*** Extracted material Section Begins ***

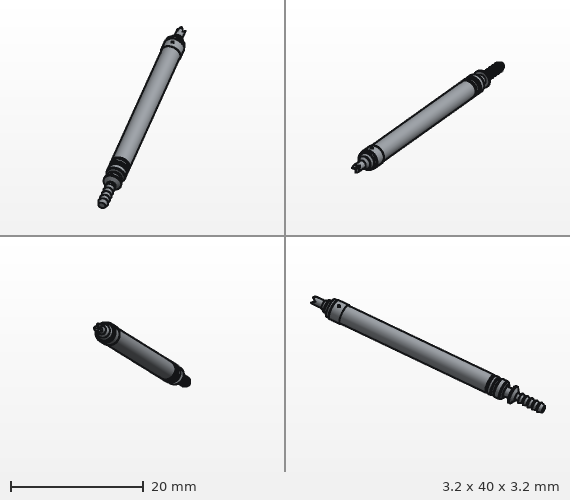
import cadquery as cq
import math

LENGTH = 40.0

core_radius = 0.55
barb_radius = 0.8
barb_count = 5
first_barb_top = 0.7
last_barb_top = 4.0
barb_pitch = (last_barb_top - first_barb_top) / (barb_count - 1)
barb_taper_length = 0.55
barb_root_radius = 0.6

cone_start, cone_end, flange_end = 4.65, 5.15, 5.45
cone_small_radius = 0.7
flange_radius = 1.4
neck_radius = 0.8

barrel_start = 6.5
barrel_diameter = 3.0
barrel_radius = barrel_diameter / 2
tail_bevel_length = 0.45
tail_face_radius = 1.1
shoulder_length = 0.2
shoulder_drop = 0.1
round_groove_start, round_groove_end = 7.7, 8.45
round_groove_depth = 0.2
flat_groove_start, flat_groove_end = 8.9, 9.3
flat_groove_depth = 0.1
flat_groove_slope = 0.1

collar_start, collar_end = 34.5, 36.3
collar_radius = 1.6
undercut_radius = 1.45
undercut_end = 36.45
nose_band_end = 36.9
nose_shoulder_radius = 1.3
nose_step_start, nose_step_end = 37.35, 37.55
nose_step_radius = 1.05
nose_end = 38.1
nose_tip_radius = 0.7

plunger_radius = 0.65
tooth_height = 0.7
crown_angles = (45, 135)

dimple_y = 35.5
dimple_radius = 0.2
dimple_depth = 0.2


def barb_points():
    """Half-profile (radius, y) points of the barbs, each tapering toward the tail."""
    points = [(core_radius, 0)]
    for i in range(barb_count):
        top = first_barb_top + i * barb_pitch
        if i > 0:
            taper_start = top - barb_taper_length
            points += [(core_radius, taper_start), (barb_root_radius, taper_start)]
        points += [(barb_radius, top), (core_radius, top)]
    return points


def turned_body():
    """Revolve the complete half-profile about the Y axis."""
    shoulder_edge_radius = barrel_radius - shoulder_drop
    tail_bevel_end = barrel_start + tail_bevel_length
    groove_middle = (round_groove_start + round_groove_end) / 2

    profile = cq.Workplane("XY").moveTo(0, 0)
    for point in barb_points():
        profile = profile.lineTo(*point)
    return (
        profile
        .lineTo(core_radius, cone_start)
        .lineTo(cone_small_radius, cone_start)
        .lineTo(flange_radius, cone_end)
        .lineTo(flange_radius, flange_end)
        .lineTo(neck_radius, flange_end)
        .lineTo(neck_radius, barrel_start)
        .lineTo(tail_face_radius, barrel_start)
        .lineTo(shoulder_edge_radius, tail_bevel_end - shoulder_length)
        .lineTo(barrel_radius, tail_bevel_end)
        .lineTo(barrel_radius, round_groove_start)
        .lineTo(shoulder_edge_radius, round_groove_start + shoulder_length)
        .threePointArc(
            (barrel_radius - round_groove_depth, groove_middle),
            (shoulder_edge_radius, round_groove_end - shoulder_length),
        )
        .lineTo(barrel_radius, round_groove_end)
        .lineTo(barrel_radius, flat_groove_start)
        .lineTo(barrel_radius - flat_groove_depth, flat_groove_start + flat_groove_slope)
        .lineTo(barrel_radius - flat_groove_depth, flat_groove_end - flat_groove_slope)
        .lineTo(barrel_radius, flat_groove_end)
        .lineTo(barrel_radius, collar_start)
        .lineTo(collar_radius, collar_start)
        .lineTo(collar_radius, collar_end)
        .lineTo(undercut_radius, collar_end)
        .lineTo(barrel_radius, undercut_end)
        .lineTo(barrel_radius, nose_band_end)
        .lineTo(nose_shoulder_radius, nose_band_end)
        .lineTo(nose_step_radius, nose_step_start)
        .lineTo(nose_step_radius, nose_step_end)
        .lineTo(nose_tip_radius, nose_end)
        .lineTo(plunger_radius, nose_end)
        .lineTo(plunger_radius, LENGTH)
        .lineTo(0, LENGTH)
        .close()
        .revolve(360, (0, 0, 0), (0, 1, 0))
    )


def crown_groove(angle):
    """V groove across the plunger end, turned about Y; the crossing pair leaves four teeth."""
    half_width = plunger_radius * math.sqrt(0.5)
    return (
        cq.Workplane("XY")
        .moveTo(-half_width, LENGTH)
        .lineTo(0, LENGTH - tooth_height)
        .lineTo(half_width, LENGTH)
        .close()
        .extrude(plunger_radius, both=True)
        .rotate((0, 0, 0), (0, 1, 0), angle)
    )


def dimple():
    """Small blind hole entering the collar from +Z."""
    return (
        cq.Workplane("XY", origin=(0, dimple_y, collar_radius - dimple_depth))
        .circle(dimple_radius)
        .extrude(2 * dimple_depth)
    )


result = turned_body()
for angle in crown_angles:
    result = result.cut(crown_groove(angle))
result = result.cut(dimple())

*** Extracted material Section Ends ***

__Exercise description__
Whenever the string "result" turns up in a line above, copy that line out.

__Answer box__
result = turned_body()
    result = result.cut(crown_groove(angle))
result = result.cut(dimple())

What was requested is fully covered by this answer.